Maximilian: Würde ich schon sagen. Wobei wir nicht direkt Arbeitgeber sind, sondern mit einem Partnerprojekt arbeiten, das ausschließlich für uns die Rahmen produziert. Wir sind rechtlich unabhängig voneinander, aber schon sehr eng miteinander verwoben. Das ist ein kleines Dorf im Landesinneren, zwei Stunden von der nächsten großen Stadt entfernt: Und da gibt es keine großen Arbeitgeber. Es ist sehr landwirtschaftlich geprägt – viele Selbstversorger. Im Dorf findet man dann ein paar kleine Verkaufsstände, einzelne Taxifahrer und dann einzelne größere Betriebe wie Kakaoplantagen. Wegen des Mangels an durchgängiger Stromversorgung sind wir aktuell noch sehr auf Handarbeit angewiesen: Derzeit würde eine andere Produktion stillstehen, wenn die Solaranlage auf dem Dach ausfällt…
(Alex fragt, ob Kunden und Händler im Umgang mit Bambus geschult werden müssen. Abgesehen von paar kleinen Malheurs – zu fest geklemmt in der Werkstatt – passiere nichts Verrücktes, so Maximilian.)
37:00
Alex: Kann sich eigentlich ein beliebiger Fahrradhändler bei euch melden und anfangen, myBoo zu listen?
Maximilian: Grundsätzlich kann sich jeder Fahrradhändler bei uns melden und je nach Abnahmemenge staffeln wir den Rabatt. Hat ein Händler einen Kunden vor ihm, der ein myBoo haben will, kann er auch ein einzelnes Fahrrad bei uns bestellen: Nur der wird nicht so viel Geld daran verdienen. In Deutschland haben wir derzeit rund 110 Händler mit knapp 40 weiteren in Österreich und der Schweiz. Weitere 10 bis 20 sind drum herum gestreut.
Alex: Und hat Amazon schon bei euch angeklopft?
Maximilian: Ja, wir haben mit ihnen gesprochen und haben auch ein hochwertiges Zubehörsegment da platziert. Das sind so Sachen wie Fahrradgriffe aus Birkenrinde, Schlösser aus Hanffasern, Wandhalterungen aus Holz… Sie funktionieren nicht nur bei Bambusfahrrädern und sind daher für die breitere Kundschaft auf Amazon genau richtig. Unsere Fahrräder listen wir da allerdings nicht.

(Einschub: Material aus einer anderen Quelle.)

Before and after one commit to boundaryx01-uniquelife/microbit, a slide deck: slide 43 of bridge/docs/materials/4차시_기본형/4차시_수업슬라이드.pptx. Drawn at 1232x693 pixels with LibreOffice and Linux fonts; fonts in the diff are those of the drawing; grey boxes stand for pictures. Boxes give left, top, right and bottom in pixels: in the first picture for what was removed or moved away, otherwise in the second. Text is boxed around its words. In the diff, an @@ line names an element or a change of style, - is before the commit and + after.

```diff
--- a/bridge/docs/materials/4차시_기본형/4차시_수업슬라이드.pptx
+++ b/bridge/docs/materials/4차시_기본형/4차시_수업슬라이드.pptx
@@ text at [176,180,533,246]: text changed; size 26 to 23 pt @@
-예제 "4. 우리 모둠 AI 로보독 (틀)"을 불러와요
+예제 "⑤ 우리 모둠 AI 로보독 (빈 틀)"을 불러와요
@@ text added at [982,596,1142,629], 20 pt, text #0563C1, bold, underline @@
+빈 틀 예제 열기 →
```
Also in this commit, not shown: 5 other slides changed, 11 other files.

Ich denke nicht, dass dort aktuell nach „Bambusfahrrädern“ groß gesucht wird. Vielleicht ändert sich das irgendwann, aber ich glaube trotzdem nicht, dass das der Weg für uns sein wird. Mit dem Service-Gedanken, dass wir jeden Kunden noch einmal telefonisch oder per Mail beraten, hängt das nicht zusammen.
39:00
Alex: Letzte Frage: Stichwort „everywhere commerce“. Man kann heutzutage in allem SIM-Karten einbauen und ich könnte mir vorstellen, dass es für euch interessant wäre, zu wissen, wo eure Fahrräder sind und etwa anhand der Drehungen im Tretlager vorhersagen zu können, wann sie gewartet werden müssen – vor allem diejenigen im Mietgeschäft. Unternehmt ihr was in dieser Richtung?

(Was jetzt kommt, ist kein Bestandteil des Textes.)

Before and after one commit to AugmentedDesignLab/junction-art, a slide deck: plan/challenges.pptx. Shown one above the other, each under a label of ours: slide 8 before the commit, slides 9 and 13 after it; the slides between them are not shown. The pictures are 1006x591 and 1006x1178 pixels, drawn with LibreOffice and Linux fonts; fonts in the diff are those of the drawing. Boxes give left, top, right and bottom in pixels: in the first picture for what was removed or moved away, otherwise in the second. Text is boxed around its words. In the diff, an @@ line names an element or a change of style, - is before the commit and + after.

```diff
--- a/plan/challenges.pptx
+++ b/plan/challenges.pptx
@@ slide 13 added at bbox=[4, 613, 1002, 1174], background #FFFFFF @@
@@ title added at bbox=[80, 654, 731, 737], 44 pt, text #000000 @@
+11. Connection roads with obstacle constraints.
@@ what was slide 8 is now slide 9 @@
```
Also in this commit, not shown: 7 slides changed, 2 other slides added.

Maximilian: Im Fahrrad generell sind GPS-Services ein Thema und natürlich möchten auch wir wissen, wo vor allem unsere Mietfahrräder stecken. Wir haben das mal als Upgrade angeboten, aber kundenseitig wurde das Thema bisher nicht angenommen. So steht das für uns noch nicht im Fokus. Derzeit passen Aufwand und Ertrag nicht so sehr. Langfristig kann das aber spannend werden.
(Daraufhin lässt sich Alex die interne Aufteilung der Arbeit zwischen Maximilian und seinem Mitgründer schildern und stellt zum Schluss eine andere Kassenzone-Dauerfrage: Bekomme myBoo am Standort Kiel die Mitarbeiter, die es braucht?)